Cuando vio la memoria con el kunai y la diana, superó el problema mediante métodos poco ortodoxos, a su manera. Es cierto: si se centraba en el objetivo, fallaría el tiro todo el tiempo, pero era increíblemente fácil hacerlo si era indirecta. No, esa no es la palabra… Simplemente, lo hizo a su manera. Si no pensaba en ello demasiado, buscando un rodeo, funcionaba. Por extraña que fuera la técnica… funcionaba.

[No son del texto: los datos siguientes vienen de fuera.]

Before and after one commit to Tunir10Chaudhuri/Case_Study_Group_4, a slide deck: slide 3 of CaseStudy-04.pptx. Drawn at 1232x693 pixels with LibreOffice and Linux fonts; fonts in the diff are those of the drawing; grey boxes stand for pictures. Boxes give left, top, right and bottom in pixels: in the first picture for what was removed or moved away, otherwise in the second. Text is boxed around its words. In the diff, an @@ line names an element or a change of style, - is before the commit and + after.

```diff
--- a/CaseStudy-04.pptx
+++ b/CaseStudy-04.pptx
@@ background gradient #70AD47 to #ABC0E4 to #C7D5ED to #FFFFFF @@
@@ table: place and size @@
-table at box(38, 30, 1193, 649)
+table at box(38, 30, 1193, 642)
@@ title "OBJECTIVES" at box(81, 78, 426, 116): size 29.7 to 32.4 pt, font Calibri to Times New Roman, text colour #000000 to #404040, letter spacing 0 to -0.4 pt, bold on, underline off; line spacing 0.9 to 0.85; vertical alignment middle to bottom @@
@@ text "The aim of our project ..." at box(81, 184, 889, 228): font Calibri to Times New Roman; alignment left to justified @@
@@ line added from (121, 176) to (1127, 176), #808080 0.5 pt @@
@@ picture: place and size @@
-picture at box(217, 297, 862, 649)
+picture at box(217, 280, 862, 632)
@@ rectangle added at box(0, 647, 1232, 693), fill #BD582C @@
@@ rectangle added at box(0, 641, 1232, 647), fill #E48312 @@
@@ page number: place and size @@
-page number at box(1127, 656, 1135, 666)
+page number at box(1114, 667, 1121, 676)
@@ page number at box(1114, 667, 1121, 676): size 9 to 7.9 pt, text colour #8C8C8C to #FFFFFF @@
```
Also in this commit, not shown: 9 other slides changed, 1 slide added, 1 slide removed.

Entonces, quizá la lucha que vio fue parte de su entrenamiento, asimismo. ¿Pero para qué aprendía? No parecía un simple trabajo para ella, se convirtió en shinobi por una razón, pero… ¿cuál? Estaba tratando de mejorar a causa de algo, o… ¿de alguien? Y sentía dolor, y no era un prodigio respecto a habilidades físicas, pero trató de superarlo.

¿Por qué?


Otra escena: un aleteo en el estómago, suave como el ritmo de una mariposa, y sin embargo la intensidad de esas emociones hace que su cuerpo entero tiemble. Es algo feliz, vivaz, tan poderoso que duele. Hay un nombre para esta emoción, este sentimiento… ¿será la palabra… amor? Tiene que serlo. Hace que se sienta tan viva, tan dolorosamente consciente de cada centímetro de su cuerpo, de cada palabra que la voz enuncia, de las heridas que siente en el cuerpo de su antiguo yo.

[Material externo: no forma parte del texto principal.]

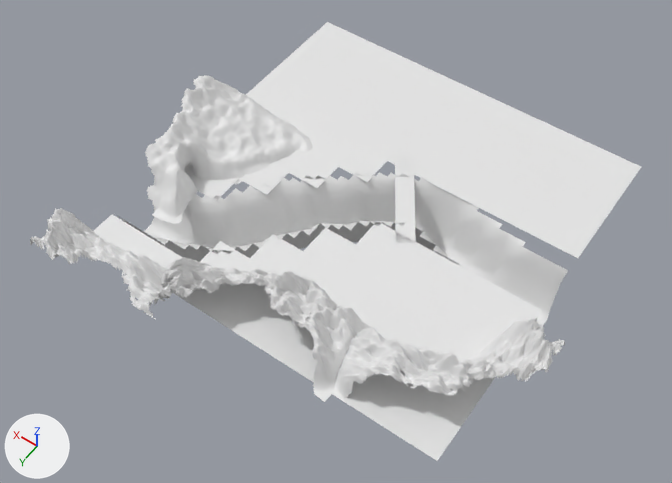
The FBX model Hero Defense/Assets/Models/Environment/Map.fbx as it was, and as the next commit left it.
The view is the same before and after, from a 50 mm camera at (-58.8, 93.6, 129.1) aimed at (1.0, 9.8, -2.5). Every picture has the same lights, and +X, +Y and +Z are marked at lower left. Materials are left out; every surface is plain grey. Where no turn or scale is listed for an object, it has been applied to the vertices.

The first picture shows 'Canyon', 'Ground', 'Mountain_Cave_baked', 'Mountain_Wall', 'Mountain_Wall2', 'Mountain_Wall3'.
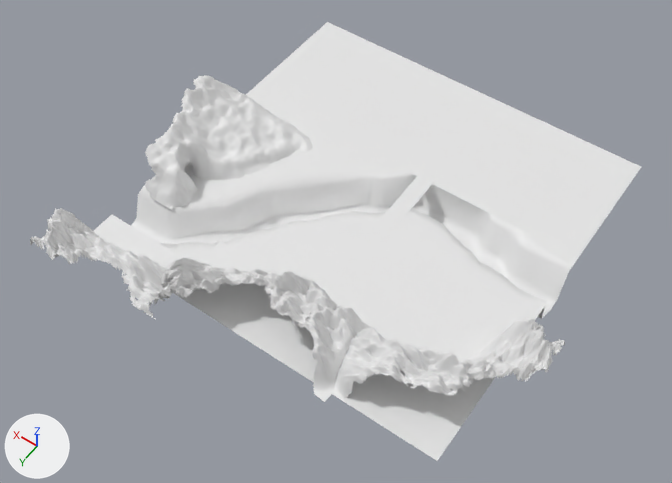
Location of each change, [x1, y1, x2, y2] in pixels of the pictures (672 x 483 px; the box of a moved part takes in the faces that stretch with it):
```json
{"object": "Ground.001", "change": "added", "after": [131, 146, 578, 319]}
{"object": "Canyon", "change": "no longer drawn", "before": [115, 172, 568, 326]}
{"object": "Mountain_Cave_baked", "change": "reshaped", "before": [145, 75, 313, 224], "after": [145, 75, 313, 210], "on screen": "9% shorter"}
{"part": 2, "of": "me_plane", "change": "moved or reshaped", "before": [239, 146, 416, 243], "after": [375, 169, 439, 234]}
{"part": 3, "of": "me_landscape_001", "change": "moved or reshaped", "before": [147, 155, 198, 224], "after": [145, 155, 197, 210]}
```

Edits to the scene script, one JSON object a line:
```json
{"block": "me_landscape_001", "where": "# used by ob_mountain_cave_baked; location = (31.5, 7.9, -0.2)"}
{"op": "remove", "block": "me_landscape_001", "code": "me_landscape_001.from_pydata(...)  # 6890 vertices, 6621 faces; spans x -17.1..13.1, y -16.5..17.7, z 0.0..11.1"}
{"op": "add", "block": "me_landscape_001", "code": "me_landscape_001.from_pydata(...)  # 6754 vertices, 6494 faces; spans x -17.1..13.1, y -16.5..14.8, z 0.0..11.1"}
{"block": "me_landscape_001", "change": "me_landscape_001 part 3: 375 vertices moved from x -4.5..3.8, y 8.4..14.6, z 0.0..7.0 to x -4.6..3.8, y 8.3..13.5, z 0.0..7.0; 473 vertices removed from x -6.3..2.0, y 8.7..17.7, z 0.0..4.4; 337 vertices added at x -5.1..3.5, y 8.6..14.8, z 0.0..4.4"}
{"block": "me_plane", "where": "me_plane.from_pydata(...)  # 140 vertices, 96 faces; spans x -36.3..36.3, y -36.3..36.3, z -2.6..0.0"}
{"block": "me_plane", "where": "# used by ob_ground; location = (0.0, 0.0, 0.0)"}
{"block": "me_plane", "where": "# verts and faces of me_plane; kept vertices keep their numbers, new ones are numbered from 140"}
{"block": "me_plane", "where": "# before: 90 (3.3, -9.9, 0.0) at pixel (387, 160), 91 (3.3, -3.3, 0.0) at pixel (367, 182), 99 (9.9, -9.9, 0.0) at pixel (358, 145), 100 (9.9, -3.3, 0.0) at pixel (338, 166), 101 (9.9, 3.3, 0.0) at pixel (317, 188)"}
{"block": "me_plane", "where": "# before: 109 (16.5, -3.3, 0.0) at pixel (309, 151), 110 (16.5, 3.3, 0.0) at pixel (288, 172), 111 (16.5, 9.9, 0.0) at pixel (266, 194), 119 (23.1, 3.3, 0.0), 120 (23.1, 9.9, 0.0) at pixel (238, 179)"}
{"block": "me_plane", "where": "# before: 136 (-0.4, -13.4, 0.0) at pixel (413, 158), 137 (2.5, -11.4, 0.0) at pixel (395, 157), 138 (-11.6, 3.5, 0.0) at pixel (415, 242), 139 (-8.7, 5.5, 0.0) at pixel (395, 242)"}
{"block": "me_plane", "change": "me_plane part 2"}
{"op": "add", "block": "me_plane", "code": "delete_vertices([91, 101, 111, *range(136, 140)])  # with the faces that use them"}
{"op": "add", "block": "me_plane", "code": "verts[140] = (-6.7, -12.3, 0.0)  # pixel (439, 175)"}
{"op": "add", "block": "me_plane", "code": "verts[141] = (-7.0, 4.4, 0.0)  # pixel (390, 233)"}
{"op": "add", "block": "me_plane", "code": "verts[142] = (-6.8, -6.7, 0.1)  # pixel (423, 194)"}
{"op": "add", "block": "me_plane", "code": "for new, old in zip([143, 144, 145], [140, 141, 142]): verts[new] = verts[old] + (3.3, 0.0, 0.0)"}
{"op": "add", "block": "me_plane", "code": "verts[146] = (-6.9, -1.2, 0.1)  # pixel (407, 213)"}
{"op": "add", "block": "me_plane", "code": "verts[147] = (-3.6, -1.1, 0.1)  # pixel (391, 205)"}
{"op": "add", "block": "me_plane", "code": "faces += [(141, 146, 147, 144), (140, 143, 145, 142), (142, 145, 147, 146)]"}
{"block": "me_plane_001", "where": "# used by ob_canyon; location = (0.0, 0.0, 0.0)"}
{"op": "remove", "block": "me_plane_001", "code": "me_plane_001.from_pydata(...)  # 561 vertices, 481 faces; spans x -36.1..36.3, y -10.2..29.4, z -10.9..0.0"}
{"op": "add", "block": "me_plane_001", "code": "me_plane_001.from_pydata(...)  # 0 vertices, 0 faces; spans empty"}
{"block": "me_plane_001", "change": "me_plane_001 part 1: the whole mesh is rebuilt"}
{"op": "add", "block": "me_plane_002", "code": ["me_plane_002 = bpy.data.meshes.new('Plane.002')", "me_plane_002.from_pydata(...)  # 533 vertices, 544 faces; spans x -36.3..36.4, y -9.9..29.7, z -7.0..0.1"]}
{"op": "add", "block": "ob_ground_001", "code": ["ob_ground_001 = bpy.data.objects.new('Ground.001', me_plane_002)", "ob_ground_001.location = (0.0, 0.0, 0.0)"]}
```

Y ahí está él, alejándose y envuelto en la oscuridad. Pero ella no quiere que se vaya, porque si eso sucede él hará cosas malas, y su propio odio lo devorará. Detente. ¡Tengo que detenerlo! Y ella corre, a pesar del mareo y las heridas, sus manos tratando de alcanzar, no te vayas, no lo hagas…

Sus brazos se cierran en torno al cuerpo de él, y lo sujeta como si le fuera la vida en ello… por su vida, por la de él. Quizá es una decisión estúpida y se volverá contra ella, porque no es lo suficientemente buena, lo suficientemente importante… pero él no lo hace. Y ahí quedan, congelados en un instante del tiempo, las líneas negras en la piel de él retrocediendo; su aura cambia cuando el chakra corrupto vuelve a su sello.

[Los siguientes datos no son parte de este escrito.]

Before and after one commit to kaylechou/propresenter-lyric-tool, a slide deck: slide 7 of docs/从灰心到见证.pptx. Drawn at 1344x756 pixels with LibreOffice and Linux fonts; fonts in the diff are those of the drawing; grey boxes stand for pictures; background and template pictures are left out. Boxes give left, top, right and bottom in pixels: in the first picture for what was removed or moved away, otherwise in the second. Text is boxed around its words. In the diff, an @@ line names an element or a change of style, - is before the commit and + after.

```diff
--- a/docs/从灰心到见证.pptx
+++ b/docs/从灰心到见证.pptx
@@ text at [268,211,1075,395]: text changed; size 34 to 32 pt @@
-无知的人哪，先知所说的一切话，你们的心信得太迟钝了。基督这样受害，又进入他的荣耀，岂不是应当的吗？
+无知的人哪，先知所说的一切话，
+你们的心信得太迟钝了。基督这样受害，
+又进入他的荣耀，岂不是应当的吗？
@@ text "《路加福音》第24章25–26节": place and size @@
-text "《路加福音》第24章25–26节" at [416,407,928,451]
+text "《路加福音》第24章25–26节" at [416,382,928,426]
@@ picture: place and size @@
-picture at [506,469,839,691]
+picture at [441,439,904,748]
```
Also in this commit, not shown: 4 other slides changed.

Él se vuelve, y ella lo deja ir, y se miran por lo que parece ser una eternidad. El nombre le viene a la mente de inmediato: Sasuke. Y él… está bien. ¡Lo salvó! No puede leer su expresión, pero hay algo brillando en esos ojos… un destello. Una mano es extendida hacia ella, y la chica traga saliva, nerviosa.

Recuerdo esto… pero no sucedió de este modo.

No, no fue así. El bosque se derrite hasta quedar hecho una mezcla chocante de negro y gris, y carmesí y púrpura. Sus ojos… ¡su mano! Se cierra en torno a su garganta, apretando dolorosamente, haciendo que sea imposible respirar. La sujeta contra el suelo, pesa demasiado. Y hay algo en la otra mano, algo que se retuerce, hecho de pura oscuridad.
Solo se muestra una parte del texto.